Sofifi – Wakil Presiden RI Gibran Rakabuming Raka meninjau Sekolah Rakyat Menengah Atas (SRMA) IPWL 28 Tidore Kepulauan di Desa Akekolano, Kamis (16/10/2025), dalam rangkaian kunjungan kerja di Provinsi Maluku Utara.
Ada momen yang menarik perhatian adalah ketika salah satu siswa, Bayu Nadir membacakan puisi di depan Wapres, berjudul Pemimpin Muda di hadapan Wapres. Usai tampil, Bayu mengaku haru sekaligus bangga bisa bertemu langsung dengan Gibran.
“Gugup, tapi bangga,” singkatnya. Ia juga berharap agar fasilitas olahraga di sekolah dapat ditingkatkan, agar siswa bisa tumbuh sehat secara fisik dan mental.
Wapres Gibran tiba di lokasi sekitar pukul 10.47 WIB, didampingi Gubernur Maluku Utara Sherly Tjoanda serta jajaran Forkopimda. Setibanya di sekolah, ia langsung meninjau proses kegiatan belajar mengajar, fasilitas asrama, serta sarana logistik yang digunakan siswa dan tenaga pendidik.

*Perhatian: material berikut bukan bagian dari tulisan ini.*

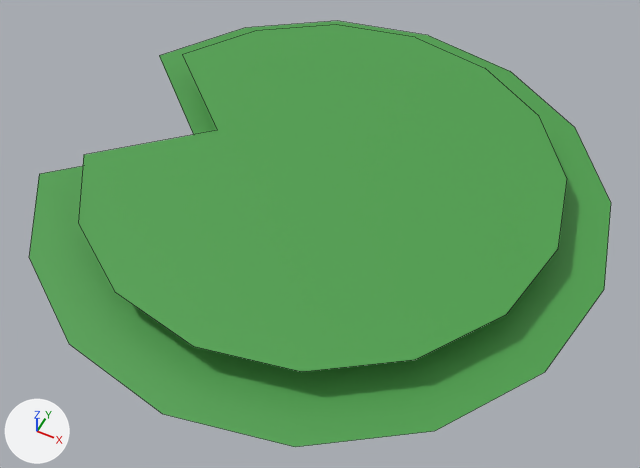
A saved change to the FBX model QuackingAwesome/Assets/Props/Environment/Lillypad.fbx.
Rendered twice from a 50 mm camera at (0.348, -3.278, 0.599) aimed at (0.085, -2.751, -0.06). Every picture has the same lights, and +X, +Y and +Z are marked at lower left. Mesh edges are drawn as thin lines. Where no turn or scale is listed for an object, it has been applied to the vertices.

The older version as bpy lines, for what is in view:
```python
me_circle = bpy.data.meshes.new('Circle')
me_circle.from_pydata(...)  # 32 vertices, 2 faces; spans x -0.277..0.281, y -0.29..0.29, z -0.031..0.0
me_circle.materials.append(mat_props)  # picture img_props_texture_png
ob_circle = bpy.data.objects.new('Circle', me_circle)
ob_circle.location = (0.0746, -2.7112, -0.0092)
```
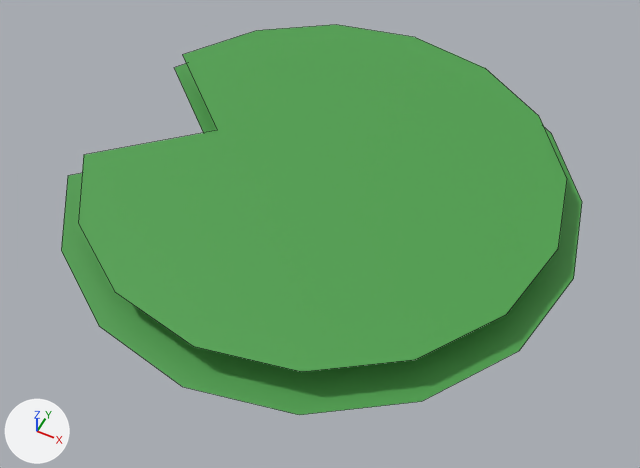
Location of each change, (x1, y1, x2, y2) in pixels of the pictures (640 x 468 px; the box of a moved part takes in the faces that stretch with it):
'Circle', reshaped (10% narrower, 8% shorter)
    before: (29, 21, 611, 447)
    after: (61, 25, 582, 415)
part 1 of me_circle, moved or reshaped
    before: (29, 21, 611, 447)
    after: (61, 64, 582, 415)

The change in detail:
me_circle has 32 vertices, 2 faces and spans x -0.277..0.281, y -0.29..0.29, z -0.031..0.0.
me_circle is used by ob_circle; location (0.0746, -2.7112, -0.0092).
me_circle part 1: the loose piece of 16 vertices spanning x -0.277..0.281, y -0.29..0.29, z -0.031 is scaled about its middle by (0.899, 0.899, 0.881).

Kunjungan tersebut merupakan bagian dari upaya pemerintah memperluas program Jaringan Sekolah Rakyat (SR) di bawah naungan Kementerian Sosial RI yang memberikan pendidikan berasrama secara gratis bagi anak-anak dari keluarga pra-sejahtera di berbagai daerah Indonesia.
“Seluruh kebutuhan siswa ditanggung pemerintah, tanpa membebankan biaya kepada orang tua,” ujar Osep Mulyani, Kepala Sentra Wasana Bahagia.
Sementara itu, Fahmi Adi Nugroho (28), guru sosiologi di SRMA Akekolano, menilai program Sekolah Rakyat sebagai wujud konkret dari pemerataan akses pendidikan di daerah. “Inilah bentuk kehadiran negara bagi anak-anak di daerah terpencil,” katanya.
Sebelum meninggalkan lokasi, Wapres Gibran menyempatkan diri menyapa masyarakat yang telah menunggu di luar area sekolah. Suasana hangat dan antusiasme warga terlihat jelas ketika mereka mengenal nama Wapres sambil pembaharuan tangan.
Saat ini, SRMA 28 Akekolano menampung 50 siswa, terdiri atas 31 laki-laki dan 19 perempuan. Bagi warga Akekolano, kunjungan ini menjadi bukti nyata bahwa pembangunan manusia dan pemerataan pendidikan bukan sekadar janji politik, tetapi komitmen nyata pemerintah untuk mewujudkan keadilan sosial di seluruh pelosok negeri.